Apparently I was not understood at all as the question was asked on another thread if I dislike porn/ever watched it. I thought I made it crystal clear that I dislike COMMERCIAL porn and the abuses/drugs/violence/degredation that comes with it. I have no issue whatsoever with amateur porn and I watch that often with the hub!! I have no idea how that got so misunderstood. :scratchhead: Eh, no sense in crying about it now.


----------



## michzz (Jun 6, 2008)

Trenton said:


> I do think it's important to provide the opposite viewpoint on issues like this though because otherwise it's just a bunch of people saying...Yeah! I agree!


No! I disagree!

Just putting that out there.


----------



## Trenton (Aug 25, 2010)

michzz said:


> No! I disagree!
> 
> Just putting that out there.


I appreciate that! :rofl:


----------



## Draguna (Jan 13, 2011)

Trenton said:


> Changing your opinion if given great, factual information that is not based upon what one deems experience and personal desires is not wishy-washy, it's great! *hint* *hint*


Woman, are you trying to manipulate how I feel about this? This is an OUTRAGE!!!  

Nah, but you are right. But just switching isn't correct as well (probably means you didn't have an opnion anyway). Experience, empathy, morals and values can affect what you think about a subject. It is not wrong to have them weigh heavily on a subject like this. e.g. abortions. 

P.S. I love people who like to discuss stuff with me, sure most was with Ian, but he kinda posted what I was thinking, so felt as if you two were debating me. Except in that case I would have lost the debate after first 3 posts


----------



## Trenton (Aug 25, 2010)

Hey, Ian, watch this video...this is what women are doing with robots. Hmmmm Hmmmm Hmmmm

Cynthia Breazeal: The rise of personal robots | Video on TED.com


----------



## Trenton (Aug 25, 2010)

Ooooh more women and their robots:

Heather Knight: Silicon-based comedy | Video on TED.com


----------



## IanIronwood (Jan 7, 2011)

Trenton said:


> Ooooh more women and their robots:
> 
> Heather Knight: Silicon-based comedy | Video on TED.com


I'm very aware of the phenomenon -- although, if anything, it's more advanced than that.

Y'all probably don't pay a lot of attention to things like advances in cybernetics and materials engineering and such, but thanks to a number of important breakthroughs recently, we're about eight years away from being able to build a fully-independent robotic frame with skin realistic enough to pass muster. It's not all latex, believe me. Imagine skin that is as soft or as rough as you ask it to be, and which can change colors on command. Imagine algorithms that can mimic emotional human behavior with appropriate responses so complex that you won't be able to distinguish it from a human.

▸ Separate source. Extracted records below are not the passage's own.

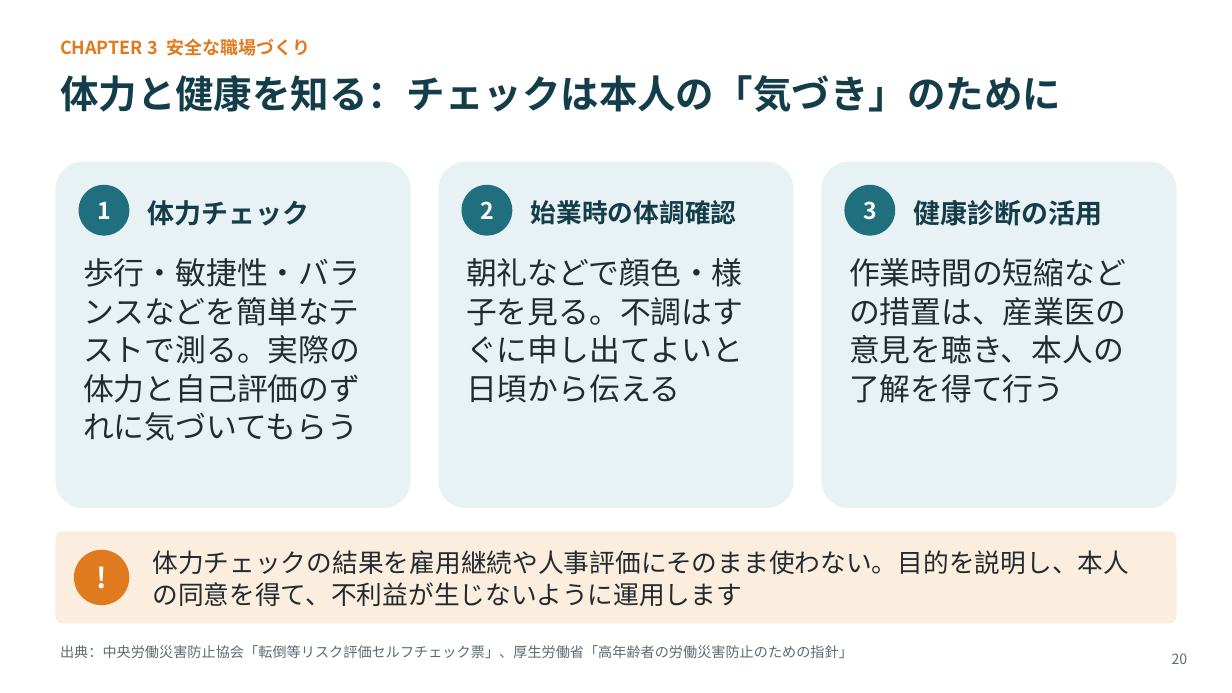
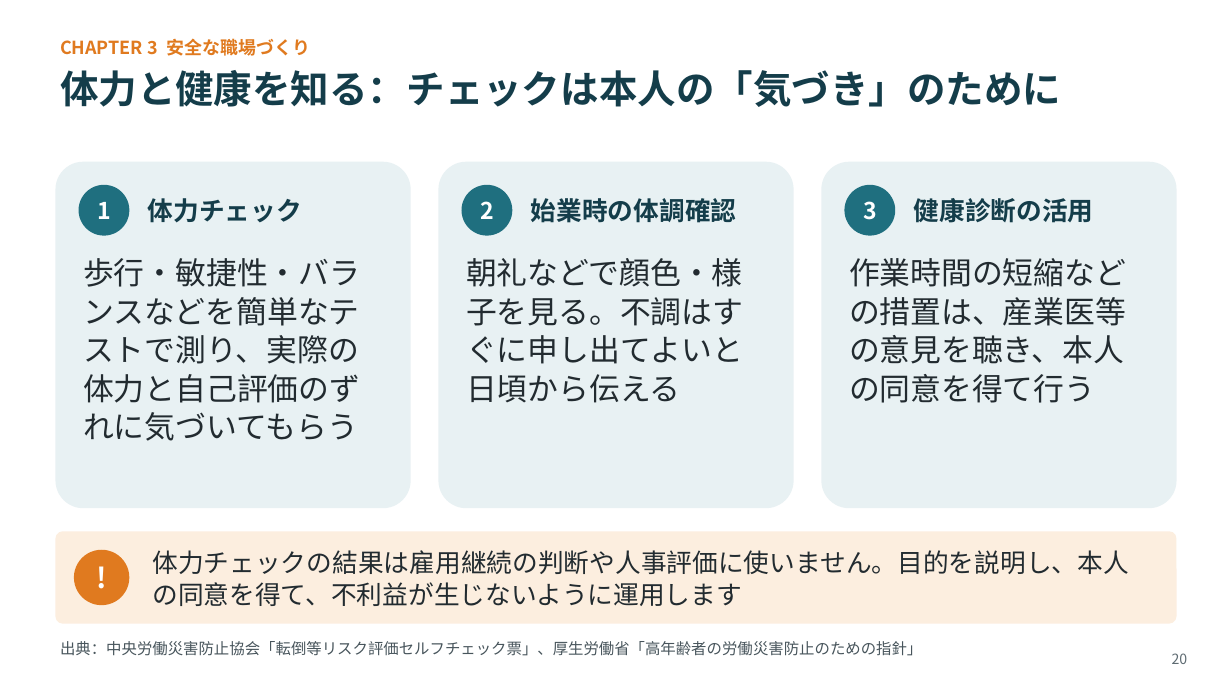
Before and after one commit to lastradezanpano/Udemy, a slide deck: slide 20 of 高齢者雇用研修/物流現場の高齢者雇用_研修スライド_v1.0.pptx. Drawn at 1232x693 pixels with LibreOffice and Linux fonts; fonts in the diff are those of the drawing. Boxes give left, top, right and bottom in pixels: in the first picture for what was removed or moved away, otherwise in the second. Text is boxed around its words. In the diff, an @@ line names an element or a change of style, - is before the commit and + after.

```diff
--- a/高齢者雇用研修/物流現場の高齢者雇用_研修スライド_v1.0.pptx
+++ b/高齢者雇用研修/物流現場の高齢者雇用_研修スライド_v1.0.pptx
@@ text "体力と健康を知る：チェックは本人の「気づき」のために" at [60,70,1061,107]: line spacing 38pt to 34pt @@
@@ text "体力チェック" at [148,198,302,223]: size 21 to 20 pt; line spacing 26pt to 23pt @@
@@ text "始業時の体調確認" at [531,198,737,223]: line spacing 25pt to 23pt @@
@@ text "健康診断の活用" at [914,198,1094,223]: size 21 to 20 pt; line spacing 26pt to 23pt @@
@@ text at [83,258,360,441]: text changed @@
-歩行・敏捷性・バランスなどを簡単なテストで測る。実際の体力と自己評価のずれに気づいてもらう
+歩行・敏捷性・バランスなどを簡単なテストで測り、実際の体力と自己評価のずれに気づいてもらう
@@ text at [849,258,1126,403]: text changed @@
-作業時間の短縮などの措置は、産業医の意見を聴き、本人の了解を得て行う
+作業時間の短縮などの措置は、産業医等の意見を聴き、本人の同意を得て行う
@@ text at [152,550,1128,606]: text changed @@
-体力チェックの結果を雇用継続や人事評価にそのまま使わない。目的を説明し、本人の同意を得て、不利益が生じないように運用します
+体力チェックの結果は雇用継続の判断や人事評価に使いません。目的を説明し、本人の同意を得て、不利益が生じないように運用します
@@ text "出典：中央労働災害防止協会「転倒等リスク評価セルフチェック票」、厚生労働省「高年齢者の労働災害防止のための指針」" at [60,641,922,656]: size 11 to 12 pt, text colour #5E6B72 to #48555C; line spacing 14pt to 15pt @@
```
Also in this commit, not shown: 37 other slides changed, 3 other files.

It always knows the right thing to say, and it's AI is sophisticated enough to pick up on your non-verbal cues and say the exact right thing to you every time. A partner who always wants to do exactly what you want to do. Ever-hard penises. Vaginas that vibrate, massage, and caress during intercourse. "Your plastic pal who's fun to play with" could be a hot Latin dude with bulging pecs, perfect abs, and who always wants to listen about how your day went, or an ever-slender, always-horny perpetually 19 year old sex kitten who loves playing World of Warcraft and thinks Star Wars is just the coolest movie EVER.

It's coming. You can tease me about it, but it's a far, far more serious threat to the well-being of interpersonal relationships than you give it credit for. In twelve to thirteen years they'll be able to pass the Turing test. After that, they'll be virtually indistinguishable from real humans at a casual glance. 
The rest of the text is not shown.